Still grinning at the photo, I said, “That’s the day we bought the Rubik’s Cube.”

“I remembered that, but I wasn’t sure if you would.”

“No, I remember everything about that day. It was one of the first times that I realized how much I really liked the boy next door.”

He tapped his knee against mine. “Yeah. I thought you were alright, too.”

On the back of the photo, his mother had written our names and the date.

I just kept staring at it. It was the first time in ages that I’d looked at a photo of myself from that time period. It was really hitting me more than ever how much Lilith resembled me.

“I look just like her in this picture, don’t I?”

“Yeah. Whenever Lilith is around, it takes me back in time. I feel like a kid again around her. It’s good for my soul.”

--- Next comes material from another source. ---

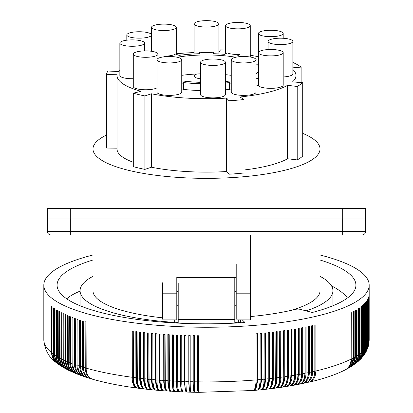 <?xml version="1.0" encoding="UTF-8"?>
<svg xmlns="http://www.w3.org/2000/svg" width="413" height="413" viewBox="0 0 413 413"><rect width="100%" height="100%" fill="white"/><g stroke="black" fill="none" stroke-linecap="round" stroke-linejoin="round"><path stroke-width="0.62" d="M342.692 208.389L47.319 208.389L47.319 218.998L365.681 218.998L365.681 208.389L342.692 208.389L342.692 218.998M47.356 231.378L70.344 231.378L70.344 234.914L50.892 234.914A3.536 3.536 -90 0 1 47.356 231.378L47.356 218.998L47.356 231.378A3.536 3.536 90 0 0 50.892 234.914L79.182 234.914M342.656 234.914L342.656 231.378L365.644 231.378A3.536 3.536 -90 0 1 362.108 234.914M47.319 208.389L47.319 218.998L47.319 208.389M365.644 231.378L365.644 218.998M106.477 135.077A113.523 29.38 0 0 0 92.977 148.974A113.523 29.38 0 0 0 206.5 178.354A113.523 29.38 0 0 0 320.023 148.974A113.523 29.38 0 0 0 302.708 133.373M133.301 93.193L133.301 166.64A100.085 25.905 0 0 0 144.88 169.387L151.416 167.219A89.476 23.159 0 0 0 226.629 171.534L229.014 174.214A100.085 25.905 0 0 0 243.99 172.99L243.99 99.543A100.085 25.905 0 0 1 229.014 100.767L226.629 98.093A89.476 23.159 0 0 1 151.416 93.777L144.88 95.94A100.085 25.905 0 0 1 133.301 93.193L141.06 91.319A89.476 23.159 0 0 1 117.024 75.527A89.476 23.159 0 0 1 117.08 74.717L106.477 74.624A100.085 25.905 0 0 1 107.938 71.031L118.386 71.506A89.476 23.159 0 0 1 119.853 69.751M117.024 75.527L117.024 148.974A89.476 23.159 0 0 0 133.301 162.288M117.024 148.164L106.477 148.066L106.477 74.624M243.99 170.001A89.476 23.159 0 0 0 287.593 158.757L297.205 159.919A100.085 25.905 0 0 0 302.708 156.114L302.708 82.667A100.085 25.905 0 0 1 297.205 86.477L287.593 85.315A89.476 23.159 0 0 1 240.02 96.998L243.99 99.543M283.194 76.978A12.38 3.206 0 0 0 292.863 73.855L292.863 41.398A12.38 3.206 0 0 0 279.405 38.208A12.38 3.206 0 0 0 268.104 41.398A12.38 3.206 0 0 0 281.563 44.594A12.38 3.206 0 0 0 292.863 41.398M258.44 52.688L258.44 78.305A12.38 3.206 0 0 0 258.481 78.578L258.481 85.408A12.38 3.206 0 0 0 264.63 87.912A12.38 3.206 0 0 0 283.194 85.14L283.194 52.688A12.38 3.206 0 0 0 277.004 49.911A12.38 3.206 0 0 0 258.44 52.688A12.38 3.206 0 0 0 258.481 52.957A12.38 3.206 0 0 0 264.63 55.461A12.38 3.206 0 0 0 283.194 52.688M258.481 85.408L256.014 85.042M231.254 59.72L231.254 92.176A12.38 3.206 0 0 0 232.917 93.777A12.38 3.206 0 0 0 246.835 95.269A12.38 3.206 0 0 0 256.014 92.176L256.014 59.72A12.38 3.206 0 0 0 254.351 58.119A12.38 3.206 0 0 0 240.428 56.627A12.38 3.206 0 0 0 231.254 59.72A12.38 3.206 0 0 0 232.917 61.325A12.38 3.206 0 0 0 246.835 62.817A12.38 3.206 0 0 0 256.014 59.72M231.254 90.287L229.334 89.425A58.352 15.1 0 0 1 225.348 89.822M200.594 62.224L200.594 94.675A12.38 3.206 0 0 0 200.641 94.954A12.38 3.206 0 0 0 213.511 97.876A12.38 3.206 0 0 0 225.348 94.675L225.348 62.224A12.38 3.206 0 0 0 225.302 61.945A12.38 3.206 0 0 0 217.723 59.265A12.38 3.206 0 0 0 205.039 59.766A12.38 3.206 0 0 0 200.594 62.224A12.38 3.206 0 0 0 200.641 62.502A12.38 3.206 0 0 0 213.511 65.424A12.38 3.206 0 0 0 225.348 62.224M181.746 90.287L183.666 89.425A58.352 15.1 0 0 0 200.594 90.555M156.986 59.72L156.986 92.176A12.38 3.206 0 0 0 166.165 95.269A12.38 3.206 0 0 0 180.083 93.777A12.38 3.206 0 0 0 181.746 92.176L181.746 59.72A12.38 3.206 0 0 0 168.318 56.529A12.38 3.206 0 0 0 158.649 58.119A12.38 3.206 0 0 0 156.986 59.72A12.38 3.206 0 0 0 166.165 62.817A12.38 3.206 0 0 0 180.083 61.325A12.38 3.206 0 0 0 181.746 59.72M133.285 54.103A12.38 3.206 0 0 0 139.95 56.942A12.38 3.206 0 0 0 152.764 56.726A12.38 3.206 0 0 0 158.04 54.103A12.38 3.206 0 0 0 149.929 51.093A12.38 3.206 0 0 0 138.567 51.475A12.38 3.206 0 0 0 133.285 54.103L133.285 86.554A12.38 3.206 0 0 0 139.95 89.394A12.38 3.206 0 0 0 152.764 89.177A12.38 3.206 0 0 0 156.986 87.845M119.853 43.076A12.38 3.206 0 0 0 132.232 46.277A12.38 3.206 0 0 0 142.392 44.909A12.38 3.206 0 0 0 144.612 43.076A12.38 3.206 0 0 0 132.232 39.87A12.38 3.206 0 0 0 119.853 43.076L119.853 75.527A12.38 3.206 0 0 0 132.232 78.733A12.38 3.206 0 0 0 133.285 78.718M295.976 82.166L295.976 75.527A89.476 23.159 0 0 1 292.507 81.908L302.708 82.667M295.976 75.527A89.476 23.159 0 0 0 292.863 69.472M301.129 82.548L301.129 67.092L292.863 67.83M301.129 67.092A100.085 25.905 0 0 0 292.863 62.435M258.44 56.669A89.476 23.159 0 0 0 250.263 55.332M225.508 50.097A100.085 25.905 0 0 0 220.428 49.875L218.952 52.596A89.476 23.159 0 0 0 218.88 52.59M194.12 52.59A89.476 23.159 0 0 0 176.279 53.731M256.014 78.207L258.481 78.578M225.348 82.987A58.352 15.1 0 0 0 229.334 82.595L231.254 83.457M258.44 59.085L258.44 33.463A12.38 3.206 0 0 0 277.004 36.241A12.38 3.206 0 0 0 283.194 33.463A12.38 3.206 0 0 0 264.63 30.691A12.38 3.206 0 0 0 258.44 33.463M258.44 58.822L255.848 59.209M241.316 56.576A58.352 15.1 0 0 0 237.387 55.884L240.005 54.433L240.005 56.328M213.573 53.705L213.573 52.105L213.573 53.705A58.352 15.1 0 0 1 224.569 54.335L227.181 52.885A12.38 3.206 0 0 0 240.005 54.433M199.427 52.105L199.427 53.705L199.427 52.105A12.38 3.206 0 0 0 213.573 52.105M199.427 53.705A58.352 15.1 0 0 0 179.072 55.368L175.52 54.051A12.38 3.206 0 0 1 163.935 56.153L165.381 56.689M181.746 83.457L183.666 82.595A58.352 15.1 0 0 0 200.594 83.72M235.777 57.247A53.05 13.732 0 0 0 206.5 54.965A53.05 13.732 0 0 0 177.223 57.247M225.348 81.531A53.05 13.732 0 0 0 231.254 80.84M256.014 73.622A53.05 13.732 0 0 0 258.44 71.49M258.44 65.904A53.05 13.732 0 0 0 256.014 63.767M181.746 80.84A53.05 13.732 0 0 0 200.594 82.342M183.666 82.595L183.666 89.425M229.334 82.595L229.334 89.425M144.421 32.049A12.38 3.206 0 0 0 126.812 34.95A12.38 3.206 0 0 0 133.962 37.857A12.38 3.206 0 0 0 151.571 34.95A12.38 3.206 0 0 0 144.421 32.049M163.935 56.153L163.935 56.844M153.765 29.168A12.38 3.206 0 0 0 163.935 30.531A12.38 3.206 0 0 0 176.279 27.33A12.38 3.206 0 0 0 174.043 25.492A12.38 3.206 0 0 0 160.182 24.274A12.38 3.206 0 0 0 151.525 27.33A12.38 3.206 0 0 0 153.765 29.168M218.88 23.856A12.38 3.206 0 0 0 206.5 20.65A12.38 3.206 0 0 0 194.12 23.856A12.38 3.206 0 0 0 206.5 27.057A12.38 3.206 0 0 0 218.88 23.856L218.88 53.938M194.12 53.938L194.12 23.856M226.67 24.3A12.38 3.206 0 0 0 225.508 25.652A12.38 3.206 0 0 0 227.181 27.263A12.38 3.206 0 0 0 238.44 28.853A12.38 3.206 0 0 0 249.106 27.01A12.38 3.206 0 0 0 250.263 25.652A12.38 3.206 0 0 0 240.567 22.529A12.38 3.206 0 0 0 226.67 24.3M200.594 73.839A53.05 13.732 0 0 0 197.047 73.973A53.05 13.732 0 0 0 181.746 75.342M231.254 75.342A53.05 13.732 0 0 0 225.348 74.65M197.047 73.973A12.38 3.206 0 0 0 194.12 76.044A12.38 3.206 0 0 0 200.594 78.857M200.594 80.468A6.629 1.714 0 0 0 199.871 81.247L199.871 82.27A6.629 1.714 0 0 0 199.871 82.316M199.871 81.247A6.629 1.714 0 0 0 200.594 82.027M200.594 80.979A5.994 1.554 0 0 0 200.506 81.247A5.994 1.554 0 0 0 200.594 81.516M226.629 171.534L226.629 98.093M151.416 167.219L151.416 93.777M229.014 174.214L229.014 100.767M287.593 158.757L287.593 85.315M297.205 159.919L297.205 86.477M144.88 169.387L144.88 95.94M290.153 310.602A113.523 29.38 0 0 0 320.023 290.737L320.023 234.914M234.791 319.022L236.205 319.022L236.205 264.47M92.977 234.914L92.977 290.737A113.523 29.38 0 0 0 162.645 317.84M162.645 304.175L162.645 319.177M162.645 314.056L162.645 282.766L162.645 314.056M238.327 322.408A126.43 32.725 0 0 0 240.505 322.254M306.152 310.875A126.43 32.725 0 0 0 332.93 290.737A126.43 32.725 0 0 0 320.023 276.333M92.977 276.333A126.43 32.725 0 0 0 80.07 290.737A126.43 32.725 0 0 0 174.673 322.408M162.645 319.899L176.795 319.899L176.795 277.412L236.205 277.412L236.205 319.177M236.205 319.899L250.355 319.899L250.355 234.914M234.791 291.609L236.205 291.609L236.205 305.754L234.791 305.754L234.791 295.563M66.73 298.826C69.735 296.131 74.185 293.566 80.07 291.124M331.531 285.884C338.975 289.683 344.277 293.72 347.436 298M176.795 295.563L176.795 301.8M176.795 291.609L178.209 291.609L178.209 305.754L176.795 305.754M234.791 277.412L234.791 322.429A146.765 37.986 180 0 0 238.327 322.238L238.327 322.94M234.791 301.8L234.791 305.754M178.209 283.22L178.209 318.722M178.209 315.098L178.209 322.429A146.765 37.986 180 0 1 174.673 322.238L174.673 319.899M178.209 319.022L176.795 319.022M174.673 322.238L174.673 322.94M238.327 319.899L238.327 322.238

After Landon tucked the photo back into his wallet, he wrapped his arms around me, kissing me repeatedly on my forehead. I’d lived for so many years feeling alone and scared. For the first time in my life, I felt truly safe. His hands may have been calloused; his arms may have been inked; he may have looked dangerous, but Landon was as gentle as he was protective.

“I couldn’t have ever foreseen this happening between us, Landon. I’m so grateful to have you with me now.”

“I never thought I’d see you again in a million years after you left. Life can be hard as shit, but sometimes…sometimes it surprises me in the best way.”

That night before heading to sleep, Landon was brushing his teeth while I readjusted the sheets on our bed. I happened to look up and noticed something bizarre. My stuffed animals from childhood had always been lined up on a shelf that was situated high up on the wall across from my bed. There were so many crammed together, all different colors and kinds. One stuffed bear in particular caught my eye—because I didn’t recognize it.